Dorieus was the grandson of Damagetos, king of Ialysos. His father, Diagoras of Rhodes, was a celebrated boxer and Olympic victor. Diagoras won the boxing at several Panhellenic games and was honoured by Pindar. Dorieus’ elder brothers were also elite athletes. His brother Damagetos, won pankration events and his other brother, Akousilaos, won boxing victories at Panhellenic games. These two elder brothers celebrated one particular victory of their father’s by carrying Diagoras around the stadium on their shoulders. The image became a popular theme in Rhodian art. Dorieus’ sister Kallipateira was said to have been the only woman to have attended the Olympic games. When caught, she escaped execution out of respect for her family.

==Athletic victories==

Dorieus was even more successful in athletics than these celebrated members of his family. He won the pankration at Olympia in three successive games as well as victories at eight Isthmian games, seven Nemean games and four Pythian games. Dorieus also won several victories at other festivals (not in the periodos), including the Athenian Panathenaea, the Asklepeia in Epidaurus, the Hekatombaia in Argos and the Lykaia in Arcadia. Aristotle says that Dorieus’ reputation was so great that his name even became synonymous for athletic success.

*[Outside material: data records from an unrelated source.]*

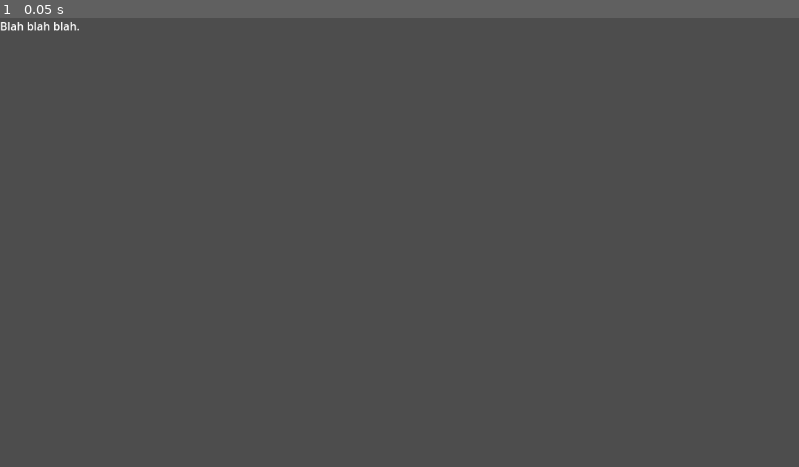
Above: before the commit, frame 1.
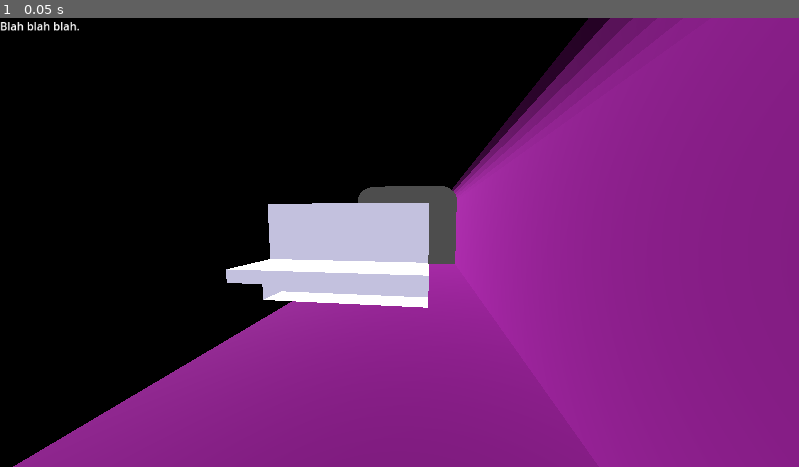
Above: after the commit, the same moment.

Repository: gussmith23/2024-09-plse-game-jam
Game: Godot game, scene res://main.tscn
Same seed, same stepped clock (60 frames per second), same inputs: the game is played once before the commit and once after it.
Inputs:
- Up to frame 1 (0.05 s): no input

The runs differ from the first frame. In frame 1, 99% of the frame differs, in the area x 0-100%, y 0-100%.

Commit message:
fix scene

Diff:
--- /dev/null
+++ b/environment.tscn
@@ -0,0 +1,30 @@
+[gd_scene load_steps=5 format=3 uid="uid://b6bm0g0hawfak"]
+
+[ext_resource type="ArrayMesh" uid="uid://8h05tp8qdk2e" path="res://assets/traincar2.obj" id="1_nib2n"]
+[ext_resource type="ArrayMesh" uid="uid://clb7q003ntx4n" path="res://assets/seat.obj" id="2_movxi"]
+
+[sub_resource type="StandardMaterial3D" id="StandardMaterial3D_ub4lb"]
+transparency = 1
+albedo_color = Color(1, 0.254902, 1, 1)
+metallic = 1.0
+
+[sub_resource type="StandardMaterial3D" id="StandardMaterial3D_ma5k8"]
+
+[node name="environment" type="Node3D"]
+
+[node name="DirectionalLight3D" type="DirectionalLight3D" parent="."]
+transform = Transform3D(-0.718258, 0.224212, 0.658661, 0.297297, -0.756988, 0.58188, 0.629063, 0.613758, 0.477055, 0.889544, 47.9979, -137.927)
+
+[node name="Traincar" type="MeshInstance3D" parent="."]
+transform = Transform3D(-5.16498, -0.0230044, -128.525, 0.142575, 128.629, -0.0287527, 128.525, -0.143615, -5.16494, 88.1778, 17.1029, -526.142)
+material_override = SubResource("StandardMaterial3D_ub4lb")
+mesh = ExtResource("1_nib2n")
+skeleton = NodePath("../..")
+
+[node name="seat" type="MeshInstance3D" parent="Traincar"]
+transform = Transform3D(-0.566207, 0.000765389, -0.00134332, 0.000764204, 0.566208, 0.000500477, 0.001344, 0.00049866, -0.566207, 4.35657, -0.517372, -0.340632)
+material_override = SubResource("StandardMaterial3D_ma5k8")
+mesh = ExtResource("2_movxi")
+
+[node name="SpotLight3D" type="SpotLight3D" parent="."]
+transform = Transform3D(0.999957, 0.00922586, 0.000963758, 0.00871118, -0.969684, 0.244207, 0.00318756, -0.244188, -0.969723, 0.00162291, 17.2939, -44.1625)
--- a/main.tscn
+++ b/main.tscn
@@ -1,34 +1,30 @@
-[gd_scene load_steps=6 format=3 uid="uid://dmart1ree0yig"]
+[gd_scene load_steps=5 format=3 uid="uid://dmart1ree0yig"]
 
 [ext_resource type="Script" path="res://canvas_layer.gd" id="1_awnvo"]
-[ext_resource type="ArrayMesh" path="res://traincar.obj" id="2_ljo5s"]
-[ext_resource type="ArrayMesh" path="res://seat.obj" id="3_n3kpy"]
+[ext_resource type="PackedScene" uid="uid://b6bm0g0hawfak" path="res://environment.tscn" id="2_w3mi7"]
 
-[sub_resource type="StandardMaterial3D" id="StandardMaterial3D_ub4lb"]
-metallic = 1.0
+[sub_resource type="Environment" id="Environment_iw3ck"]
+background_mode = 2
+background_color = Color(0.729703, 0.648768, 0.673876, 1)
+ambient_light_color = Color(0.7664, 0.757186, 0.86865, 1)
 
-[sub_resource type="StandardMaterial3D" id="StandardMaterial3D_ma5k8"]
+[sub_resource type="CameraAttributesPractical" id="CameraAttributesPractical_a4sfd"]
 
 [node name="Main" type="Node3D"]
 transform = Transform3D(0.999998, -0.00202931, -0.000167889, 0.00202924, 0.999998, -0.00040931, 0.000168715, 0.00040897, 1, 0, 0, 0)
 script = ExtResource("1_awnvo")
 
 [node name="Camera3D" type="Camera3D" parent="."]
-transform = Transform3D(-0.996463, -0.0259637, -0.0799164, -0.0329985, 0.995573, 0.0880052, 0.0772777, 0.090331, -0.992909, 0, 16.0054, -90.2037)
+transform = Transform3D(-0.997008, 0.00931736, -0.0767346, 0.00232024, 0.995869, 0.0907747, 0.0772634, 0.0903251, -0.992911, 1.60865, 18.1266, -42.191)
 fov = 91.46
 
-[node name="DirectionalLight3D" type="DirectionalLight3D" parent="."]
-transform = Transform3D(-0.503825, -0.145833, 0.851406, 0.592173, -0.775896, 0.217523, 0.628881, 0.613773, 0.477274, 0.889544, 47.9979, -137.927)
+[node name="environment" parent="." instance=ExtResource("2_w3mi7")]
+transform = Transform3D(1, -3.82194e-10, 0, -3.84219e-10, 1, 0, 0, -5.82077e-11, 1, 0.0366122, 0.0887462, 217)
 
-[node name="Traincar" type="MeshInstance3D" parent="."]
-transform = Transform3D(5.42684, -0.00601532, -0.000498205, 0.00601521, 5.42684, -0.00121307, 0.000499574, 0.00121251, 5.42684, 1.00326, 17.1029, -3.003)
-material_override = SubResource("StandardMaterial3D_ub4lb")
-mesh = ExtResource("2_ljo5s")
+[node name="WorldEnvironment" type="WorldEnvironment" parent="."]
+environment = SubResource("Environment_iw3ck")
+camera_attributes = SubResource("CameraAttributesPractical_a4sfd")
 
-[node name="seat" type="MeshInstance3D" parent="Traincar"]
-transform = Transform3D(0.0208097, 0, 1.33806, 0, 1.33822, 0, -1.33806, 0, 0.0208097, 2.32152, -2.18102, 0.00469989)
-material_override = SubResource("StandardMaterial3D_ma5k8")
-mesh = ExtResource("3_n3kpy")
-
-[node name="SpotLight3D" type="SpotLight3D" parent="."]
-transform = Transform3D(0.999956, 0.00922035, 0.00141778, 0.00881098, -0.983415, 0.181153, 0.00306457, -0.181133, -0.983454, 0, 20.1405, -88.2364)
+[node name="OmniLight3D" type="OmniLight3D" parent="."]
+transform = Transform3D(1, 1.48042e-09, 4.26371e-09, -2.01404e-09, 1, -1.4843e-09, 0, -2.91038e-10, 1, 62.0027, 109.772, -0.141517)
+visible = false
Not shown, added: assets/traincar2.mtl
Not shown, added: assets/traincar2.obj
Not shown, added: assets/traincar2.obj.import
Not shown, added: assets/traincar2.blend

==Activity in the Peloponnesian War==

Although Dorieus’ family usually dominated political affairs in Rhodes, their fortunes were not always secure. Dorieus seems to have been exiled and settled at Thurii in Italy some time before 424 BC. In 412 BC he led a contingent of ten ships from Thurii to support the Spartans in the Ionian War. In 411 BC he was probably active in the defection of Rhodes from Athens, as it was at this time that he was condemned to death by the Athenians in absentia. But it was not a matter of being anti-Athenian or pro-Spartan and his actions were always consistent with Rhodian interests. For example, he advocated for Rhodian troops against the Spartan general Astyochus.

Diodorus Siculus reports that, in 411, the Spartan general Mindaros despatched Doreius from Miletus to Rhodes to quell a counter-revolution there with a fleet of 14 triremes. He was successful in this mission and it is said that he brought the cities of Rhodes under one authority (a synoecism). After this, Dorieus returned to assist Mindaros in the Hellespont. Xenophon says that on arrival with his fleet of 13 ships he was attacked by an Athenian squadron and forced to flee to Rhoeteum and could not assist Mindaros in the subsequent Battle of Abydos.

In 407 BC he was captured by the Athenians. Despite the death sentence already on his head, he was released as a mark of respect for his esteemed record in panhellenic games.

==Death==

In 397-396 Rhodian democrats revolted from Sparta, dislodged the Diagoreans from power, expelled the Spartans and admitted the Athenian general, Konon.

Only Androtion records Doreius’ death. He claimed that he had been active in the Peloponnese just after the revolt from Sparta and was executed by the Spartans in 395 BC, despite his high standing. But Pausanias questions the veracity of Androtion’s statement.